[[ Data open ]]
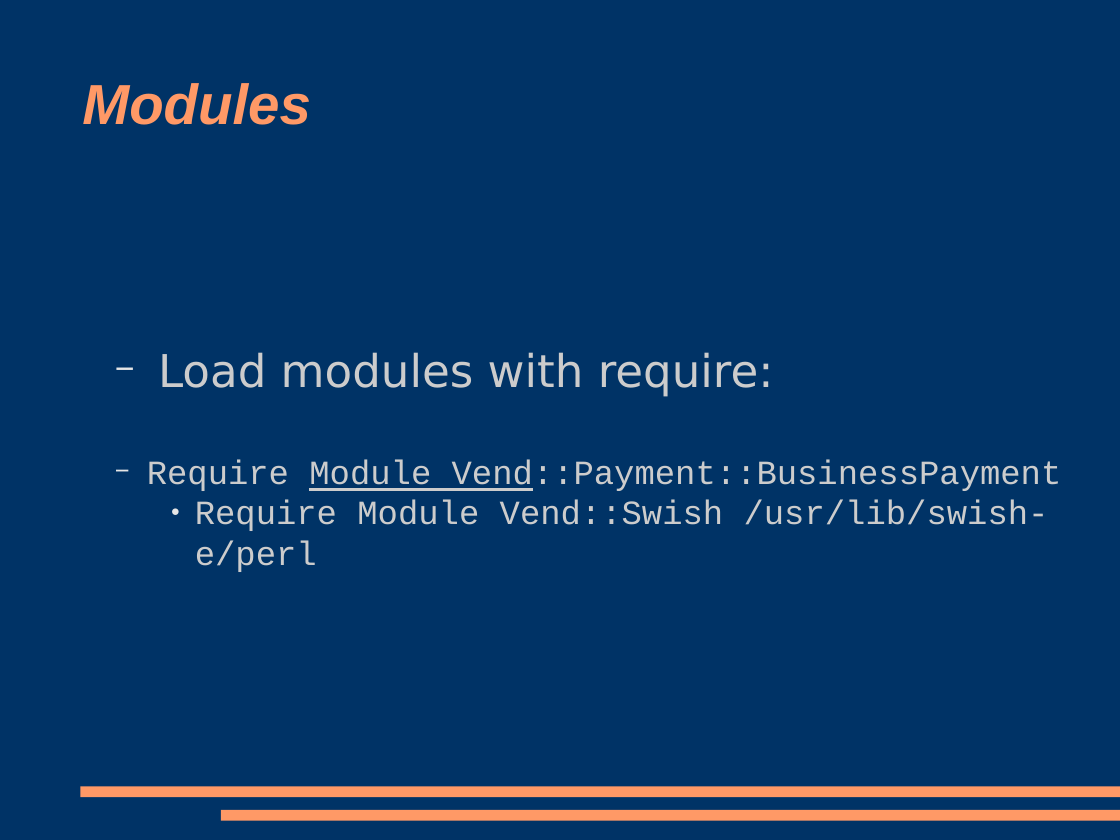
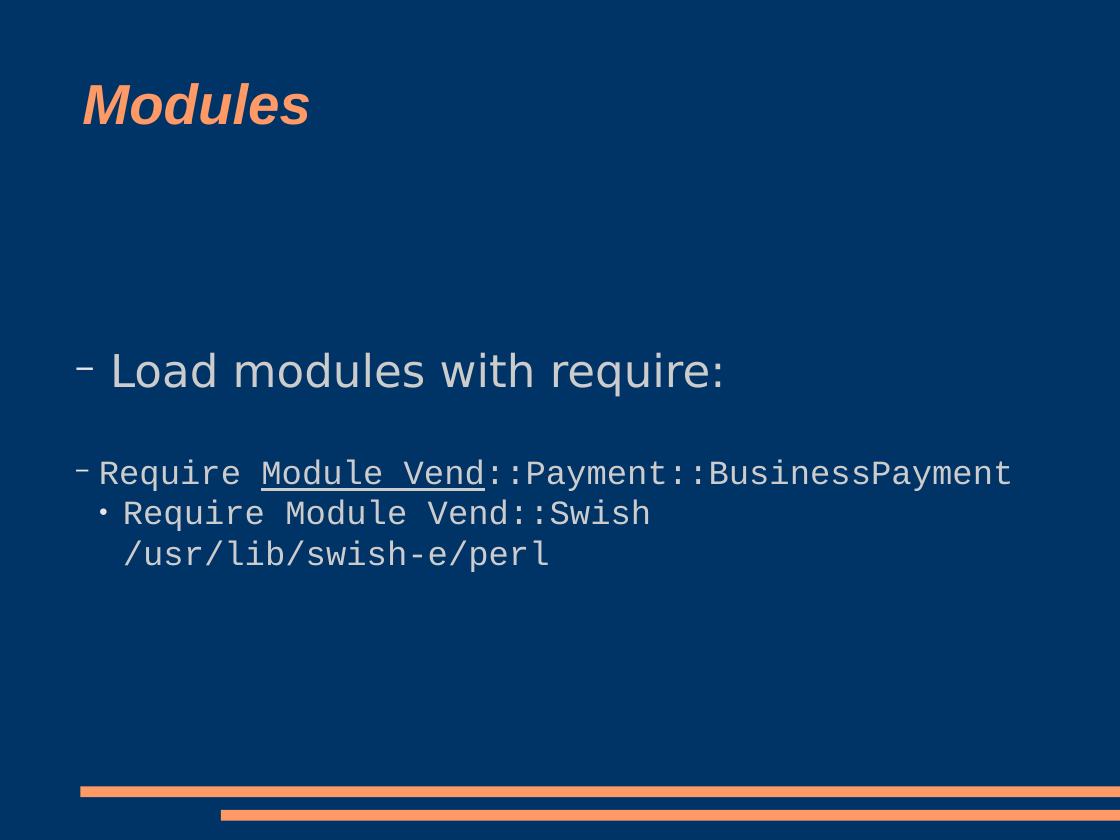
Before and after one commit to racke/Presentations, a slide deck: slide 15 of yapc2008/interchange.odp. Drawn at 1120x840 pixels with LibreOffice and Linux fonts; fonts in the diff are those of the drawing. Boxes give left, top, right and bottom in pixels: in the first picture for what was removed or moved away, otherwise in the second. Text is boxed around its words. In the diff, an @@ line names an element or a change of style, - is before the commit and + after.

```diff
--- a/yapc2008/interchange.odp
+++ b/yapc2008/interchange.odp
@@ subtitle "Load modules with require:" at (99, 352, 1014, 572): indent changed @@
```
Also in this commit, not shown: 4 other files.
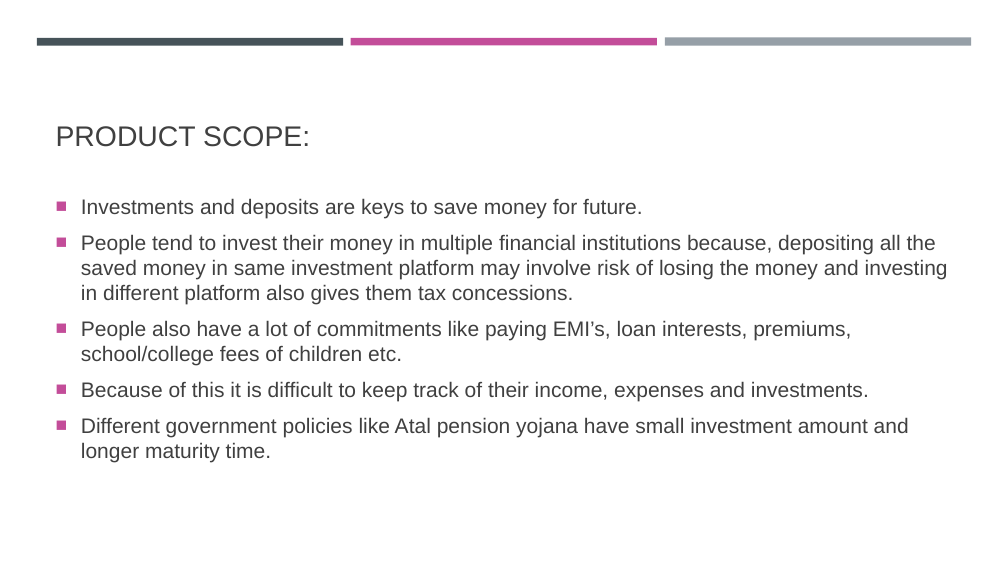
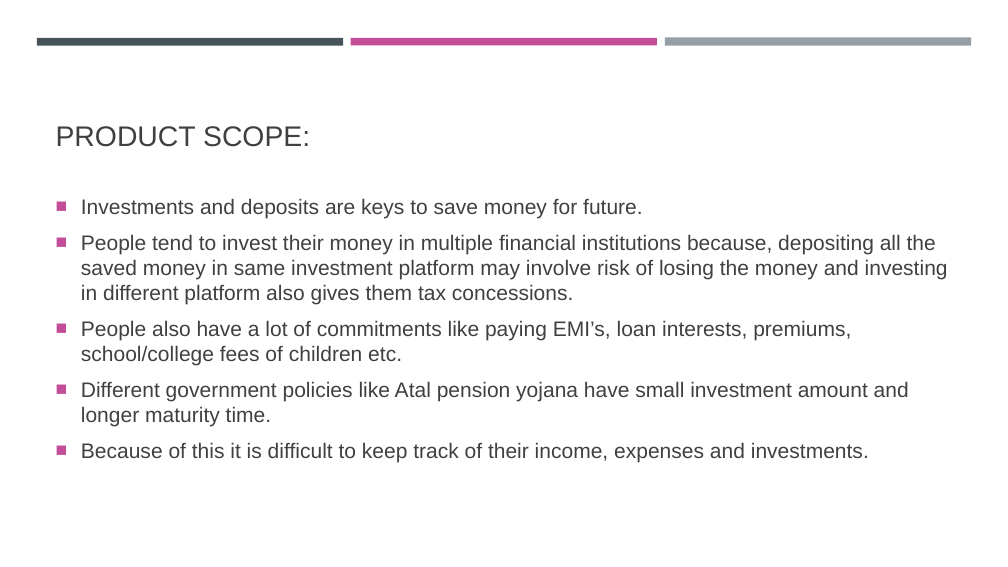
Before and after one commit to ssathyanaray2/Payment_Tracker, a slide deck: slide 2 of finalppt.pptx. Drawn at 1008x567 pixels with LibreOffice and Linux fonts; fonts in the diff are those of the drawing. Boxes give left, top, right and bottom in pixels: in the first picture for what was removed or moved away, otherwise in the second. Text is boxed around its words. In the diff, an @@ line names an element or a change of style, - is before the commit and + after.

```diff
--- a/finalppt.pptx
+++ b/finalppt.pptx
@@ text at [81, 381, 909, 427]: paragraph added @@
+■ Different government policies like Atal pension yojana have small investment amount and longer maturity time.
@@ text at [81, 417, 909, 462]: paragraph removed @@
-■ Different government policies like Atal pension yojana have small investment amount and longer maturity time.
```
Also in this commit, not shown: 1 other slide changed, 1 other file.
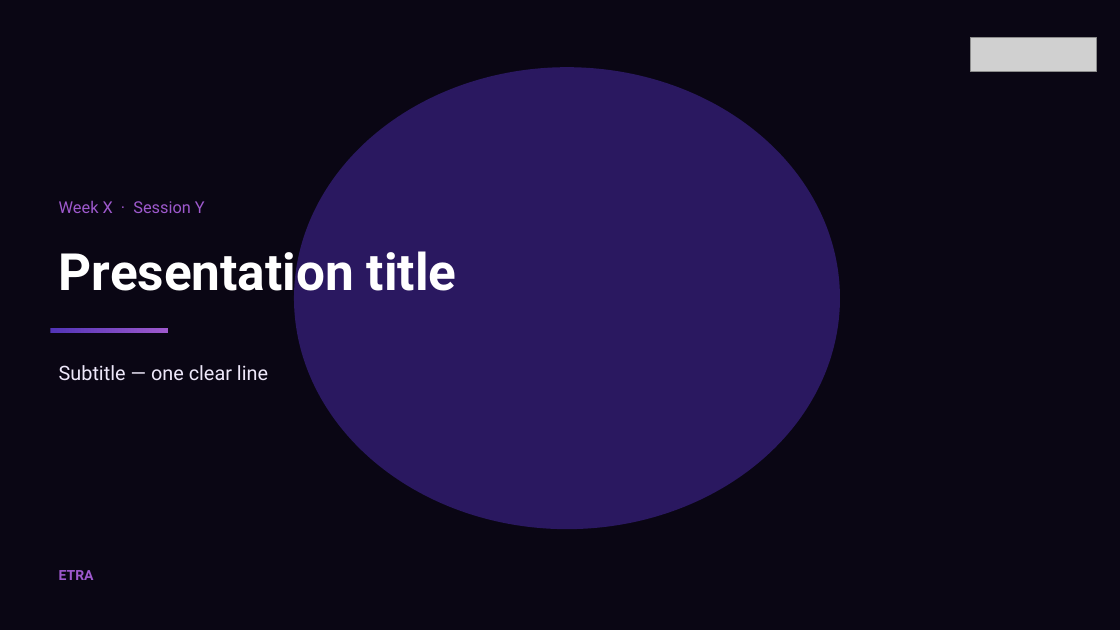
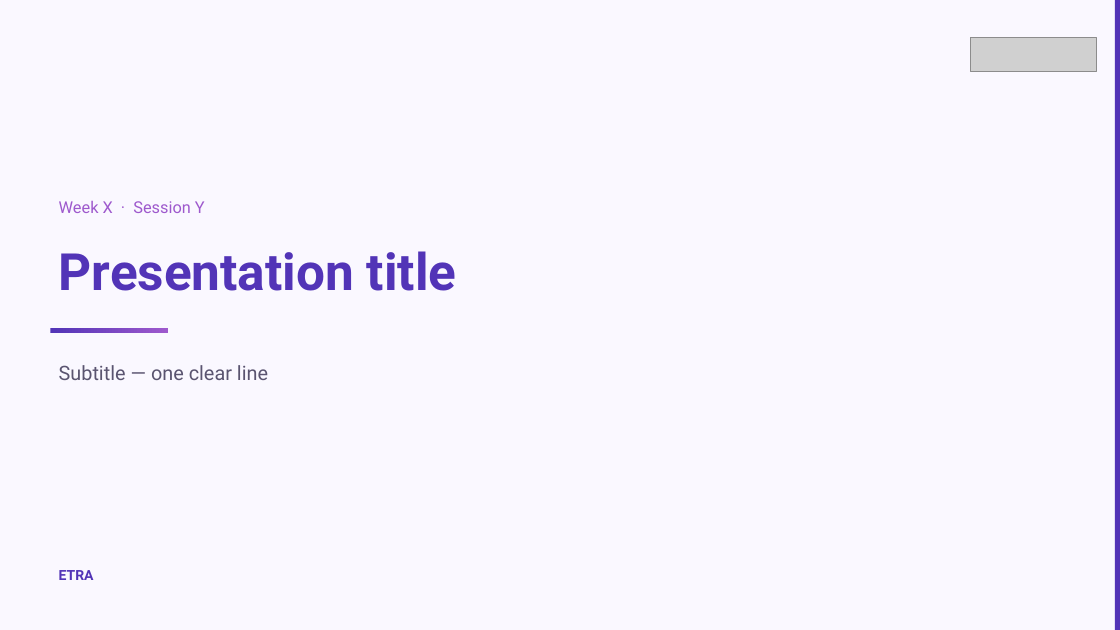
Before and after one commit to iksasa15/AI-ML, a slide deck: slide 1 of web-presentation/pdf-exports/ETRA-Presentation-Blank-Template.pptx. Drawn at 1120x630 pixels with LibreOffice and Linux fonts; fonts in the diff are those of the drawing; grey boxes stand for pictures. Boxes give left, top, right and bottom in pixels: in the first picture for what was removed or moved away, otherwise in the second. Text is boxed around its words. In the diff, an @@ line names an element or a change of style, - is before the commit and + after.

```diff
--- a/web-presentation/pdf-exports/ETRA-Presentation-Blank-Template.pptx
+++ b/web-presentation/pdf-exports/ETRA-Presentation-Blank-Template.pptx
@@ background #0A0614 to #FAF8FF @@
@@ rectangle added at box(1115, 0, 1120, 630), fill #5234B7 @@
@@ ellipse removed at box(294, 67, 840, 529) @@
@@ text "Presentation title" at box(59, 251, 457, 291): text colour #FFFFFF to #5234B7 @@
@@ text "Subtitle — one clear line" at box(59, 365, 268, 380): text colour #EEE8FA to #5A5470 @@
@@ text "ETRA" at box(59, 570, 94, 580): text colour #9E59CD to #5234B7 @@
```
Also in this commit, not shown: 1 other slide changed, 5 other files.
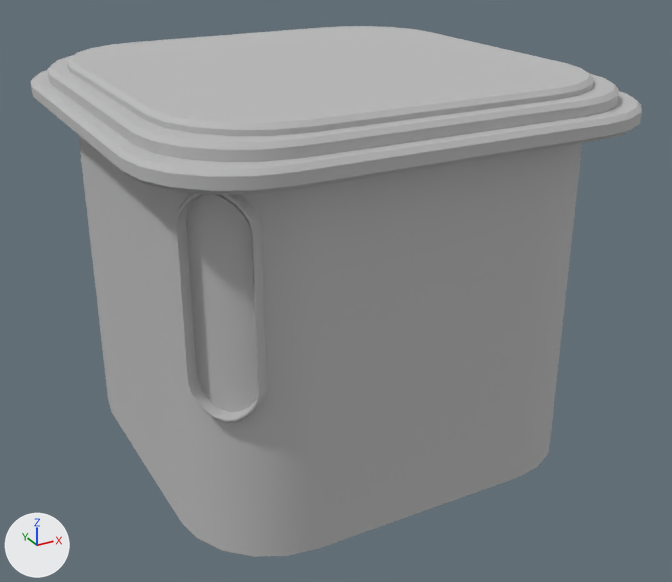
One commit to the OBJ model Ratchet and Clank Scene/Assets/3D mODELS/Behind Bilboard Building.obj: the scene before it, then after it.
The view is the same before and after, from a 50 mm camera at (-12.47, -23.71, 16.55) aimed at (0.2, -0.67, 5.03). The axes (+X, +Y, +Z) are drawn at lower left. The lights are the same throughout. Where no turn or scale is listed for an object, it has been applied to the vertices. Vertices at the same position are counted once.

The scene before the commit, as lines of its bpy script (objects in view):
```python
me_behind_bilboard_building = bpy.data.meshes.new('Behind Bilboard Building')
me_behind_bilboard_building.from_pydata(...)  # 466 vertices, 394 faces; spans x -7.11..7.11, y -7.11..7.11, z 0.44..11.88
me_behind_bilboard_building.materials.append(mat_initialshadinggroup)  # grey #bcbcbc
ob_behind_bilboard_building = bpy.data.objects.new('Behind Bilboard Building', me_behind_bilboard_building)
ob_behind_bilboard_building.location = (0.0, 0.0, 0.0)
```
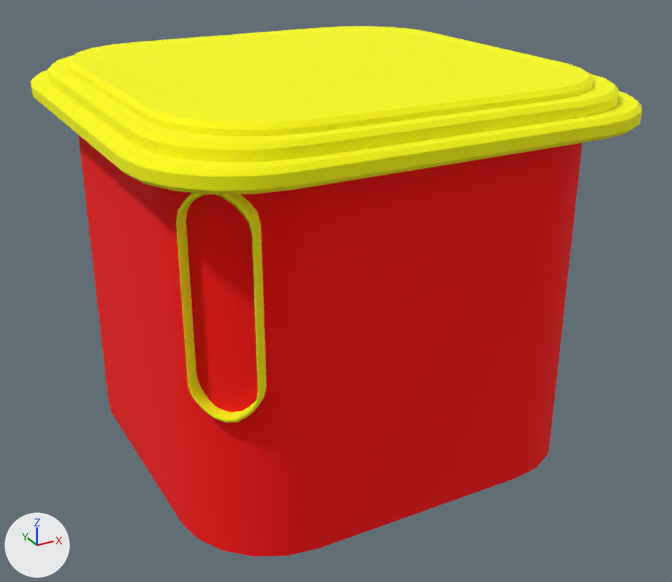
The newer file is also turned or shifted as a whole; pictures and numbers use the older file's frame.

Where the change shows, as pixel boxes (x1, y1, x2, y2) in the pictures (672 x 582 px):
part 1 of me_behind_bilboard_building, recoloured (grey to red): (78, 135, 582, 557) in both
part 2 of me_behind_bilboard_building, recoloured (grey to yellow): (120, 103, 323, 423) in both
part 3 of me_behind_bilboard_building, recoloured (grey to yellow): (92, 26, 563, 117) in both
part 4 of me_behind_bilboard_building, recoloured (grey to yellow): (31, 42, 161, 171) in both
part 5 of me_behind_bilboard_building, recoloured (grey to yellow): (293, 62, 642, 190) in both

What the commit changed:
Material 'lambert3SG' (mat_lambert3sg) is new.
Its base color is (1.0, 1.0, 0.0) (yellow #ffff00).
Its roughness is 1.0.
Material 'lambert2SG' (mat_lambert2sg) is new.
Its base color is (1.0, 0.0, 0.0) (red #ff0000).
Its roughness is 1.0.
me_behind_bilboard_building has 466 vertices, 394 faces and spans x -7.11..7.11, y -7.11..7.11, z 0.44..11.88.
me_behind_bilboard_building is used by ob_behind_bilboard_building; location (0.0, 0.0, 0.0).
me_behind_bilboard_building part 1: all 24 faces centred in x -6.11..6.11, y -6.11..6.11, z 5.94 switch from mat_initialshadinggroup (grey #bcbcbc) to mat_lambert2sg (red #ff0000).
me_behind_bilboard_building part 2: 159 of the faces centred in x -7.04..-3.52, y -7.04..-3.52, z 4.58..11.86 switch from mat_initialshadinggroup (grey #bcbcbc) to mat_lambert3sg (yellow #ffff00).
me_behind_bilboard_building part 3: 79 of the faces centred in x 0.0..7.11, y 0.0..7.11, z 10.75..11.86 switch from mat_initialshadinggroup (grey #bcbcbc) to mat_lambert3sg (yellow #ffff00).
me_behind_bilboard_building part 4: 66 of the faces centred in x -7.11..-3.52, y 0.0..7.04, z 10.75..11.86 switch from mat_initialshadinggroup (grey #bcbcbc) to mat_lambert3sg (yellow #ffff00).
me_behind_bilboard_building part 5: 66 of the faces centred in x 0.0..7.04, y -7.11..-3.52, z 10.75..11.86 switch from mat_initialshadinggroup (grey #bcbcbc) to mat_lambert3sg (yellow #ffff00).
[[ Data closed ]]
Task directions => From the material above, set down exactly the lines starting at the one with "part 4 of me_behind_bilboard_building, recoloured" and ending at the one with "me_behind_bilboard_building has 466", end lines included.

Response =>
part 4 of me_behind_bilboard_building, recoloured (grey to yellow): (31, 42, 161, 171) in both
part 5 of me_behind_bilboard_building, recoloured (grey to yellow): (293, 62, 642, 190) in both

What the commit changed:
Material 'lambert3SG' (mat_lambert3sg) is new.
Its base color is (1.0, 1.0, 0.0) (yellow #ffff00).
Its roughness is 1.0.
Material 'lambert2SG' (mat_lambert2sg) is new.
Its base color is (1.0, 0.0, 0.0) (red #ff0000).
Its roughness is 1.0.
me_behind_bilboard_building has 466 vertices, 394 faces and spans x -7.11..7.11, y -7.11..7.11, z 0.44..11.88.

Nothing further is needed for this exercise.